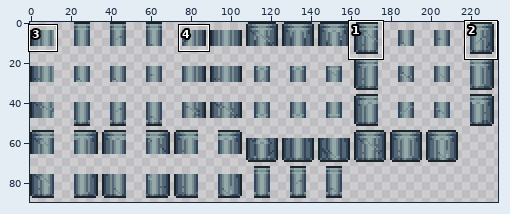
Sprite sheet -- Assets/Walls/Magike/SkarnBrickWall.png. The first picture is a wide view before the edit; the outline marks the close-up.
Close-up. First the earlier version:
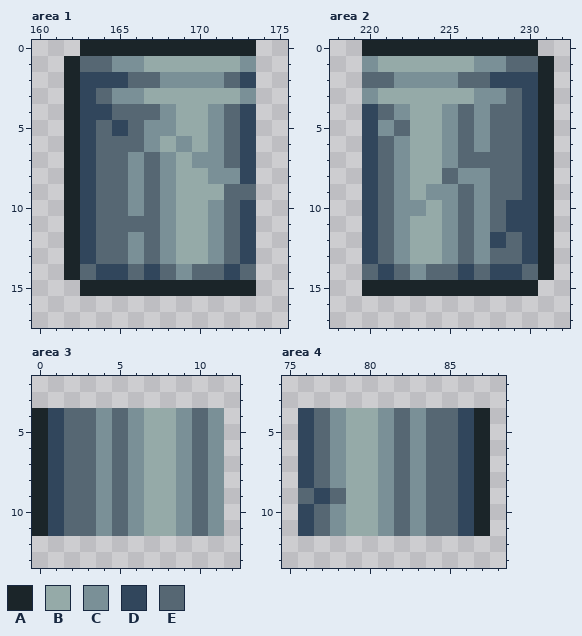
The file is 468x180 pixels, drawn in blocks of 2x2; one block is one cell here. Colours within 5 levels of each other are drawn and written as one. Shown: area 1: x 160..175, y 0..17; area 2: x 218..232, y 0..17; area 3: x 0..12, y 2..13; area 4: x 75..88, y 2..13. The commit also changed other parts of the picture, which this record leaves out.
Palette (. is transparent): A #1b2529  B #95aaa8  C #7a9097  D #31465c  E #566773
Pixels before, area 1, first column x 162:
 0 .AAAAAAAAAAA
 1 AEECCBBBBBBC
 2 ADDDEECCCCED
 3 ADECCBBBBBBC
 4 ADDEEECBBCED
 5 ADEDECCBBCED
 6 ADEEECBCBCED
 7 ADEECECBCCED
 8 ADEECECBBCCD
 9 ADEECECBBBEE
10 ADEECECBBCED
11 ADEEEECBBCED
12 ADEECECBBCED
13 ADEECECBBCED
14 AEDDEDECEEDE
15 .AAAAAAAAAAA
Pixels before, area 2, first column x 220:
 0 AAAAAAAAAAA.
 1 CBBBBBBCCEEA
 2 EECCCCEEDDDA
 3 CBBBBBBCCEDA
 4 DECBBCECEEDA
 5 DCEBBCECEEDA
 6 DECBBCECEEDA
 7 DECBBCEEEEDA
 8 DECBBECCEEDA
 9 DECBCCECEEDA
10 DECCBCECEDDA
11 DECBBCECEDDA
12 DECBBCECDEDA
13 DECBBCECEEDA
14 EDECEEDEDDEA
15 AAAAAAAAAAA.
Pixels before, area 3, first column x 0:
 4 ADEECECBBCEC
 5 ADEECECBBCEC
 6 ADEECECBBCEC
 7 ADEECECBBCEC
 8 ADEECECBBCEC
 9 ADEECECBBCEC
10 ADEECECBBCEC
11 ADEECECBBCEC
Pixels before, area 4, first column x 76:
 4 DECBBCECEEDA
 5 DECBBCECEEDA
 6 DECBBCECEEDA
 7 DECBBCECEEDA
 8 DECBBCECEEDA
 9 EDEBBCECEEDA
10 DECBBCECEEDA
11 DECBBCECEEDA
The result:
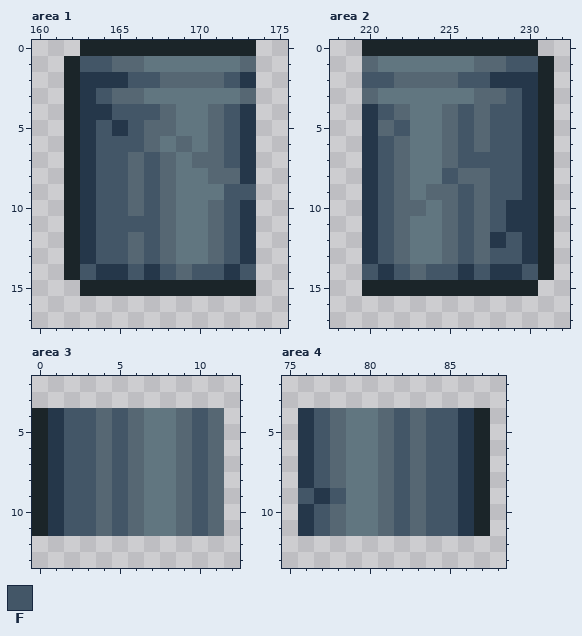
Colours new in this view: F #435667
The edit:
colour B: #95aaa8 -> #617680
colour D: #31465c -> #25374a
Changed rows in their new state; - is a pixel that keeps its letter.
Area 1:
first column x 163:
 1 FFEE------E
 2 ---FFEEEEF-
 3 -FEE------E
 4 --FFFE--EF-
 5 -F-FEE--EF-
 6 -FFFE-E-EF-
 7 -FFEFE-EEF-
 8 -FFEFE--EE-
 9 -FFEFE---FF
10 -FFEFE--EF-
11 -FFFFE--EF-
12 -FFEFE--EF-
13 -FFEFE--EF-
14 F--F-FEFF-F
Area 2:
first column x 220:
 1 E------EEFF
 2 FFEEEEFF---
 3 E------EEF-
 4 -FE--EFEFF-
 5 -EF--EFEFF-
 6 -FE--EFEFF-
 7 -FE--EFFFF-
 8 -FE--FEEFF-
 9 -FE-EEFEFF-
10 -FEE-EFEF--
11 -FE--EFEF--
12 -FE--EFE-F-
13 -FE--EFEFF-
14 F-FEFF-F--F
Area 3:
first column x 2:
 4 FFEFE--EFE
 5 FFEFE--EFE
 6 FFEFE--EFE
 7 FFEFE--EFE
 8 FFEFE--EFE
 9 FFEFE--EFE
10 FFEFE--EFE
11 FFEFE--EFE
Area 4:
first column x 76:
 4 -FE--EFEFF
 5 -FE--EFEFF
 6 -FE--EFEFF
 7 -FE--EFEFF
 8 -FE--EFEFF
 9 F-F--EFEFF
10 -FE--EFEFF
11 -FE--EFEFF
* * *
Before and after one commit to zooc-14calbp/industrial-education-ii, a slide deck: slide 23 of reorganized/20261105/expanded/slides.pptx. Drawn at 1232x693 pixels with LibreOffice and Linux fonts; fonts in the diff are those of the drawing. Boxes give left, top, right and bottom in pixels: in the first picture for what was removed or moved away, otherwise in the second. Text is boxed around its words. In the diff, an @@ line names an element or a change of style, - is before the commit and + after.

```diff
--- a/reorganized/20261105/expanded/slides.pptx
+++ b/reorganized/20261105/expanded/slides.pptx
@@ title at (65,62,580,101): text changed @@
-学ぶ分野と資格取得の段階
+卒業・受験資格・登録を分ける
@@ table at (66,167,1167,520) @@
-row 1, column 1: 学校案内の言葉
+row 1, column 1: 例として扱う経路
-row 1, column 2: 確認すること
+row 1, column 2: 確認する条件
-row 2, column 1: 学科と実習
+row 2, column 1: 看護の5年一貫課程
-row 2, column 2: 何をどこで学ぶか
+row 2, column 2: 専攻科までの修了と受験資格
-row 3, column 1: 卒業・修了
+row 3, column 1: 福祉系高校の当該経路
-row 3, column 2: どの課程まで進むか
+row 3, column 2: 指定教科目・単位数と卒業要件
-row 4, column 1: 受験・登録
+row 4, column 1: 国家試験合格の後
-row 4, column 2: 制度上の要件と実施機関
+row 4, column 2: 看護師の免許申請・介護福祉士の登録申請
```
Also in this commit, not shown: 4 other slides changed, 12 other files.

*What is needed*: Filter the records above and return every line that holds the word "before".

*Answer below*:
Sprite sheet -- Assets/Walls/Magike/SkarnBrickWall.png. The first picture is a wide view before the edit; the outline marks the close-up.
Pixels before, area 1, first column x 162:
Pixels before, area 2, first column x 220:
Pixels before, area 3, first column x 0:
Pixels before, area 4, first column x 76:
Before and after one commit to zooc-14calbp/industrial-education-ii, a slide deck: slide 23 of reorganized/20261105/expanded/slides.pptx. Drawn at 1232x693 pixels with LibreOffice and Linux fonts; fonts in the diff are those of the drawing. Boxes give left, top, right and bottom in pixels: in the first picture for what was removed or moved away, otherwise in the second. Text is boxed around its words. In the diff, an @@ line names an element or a change of style, - is before the commit and + after.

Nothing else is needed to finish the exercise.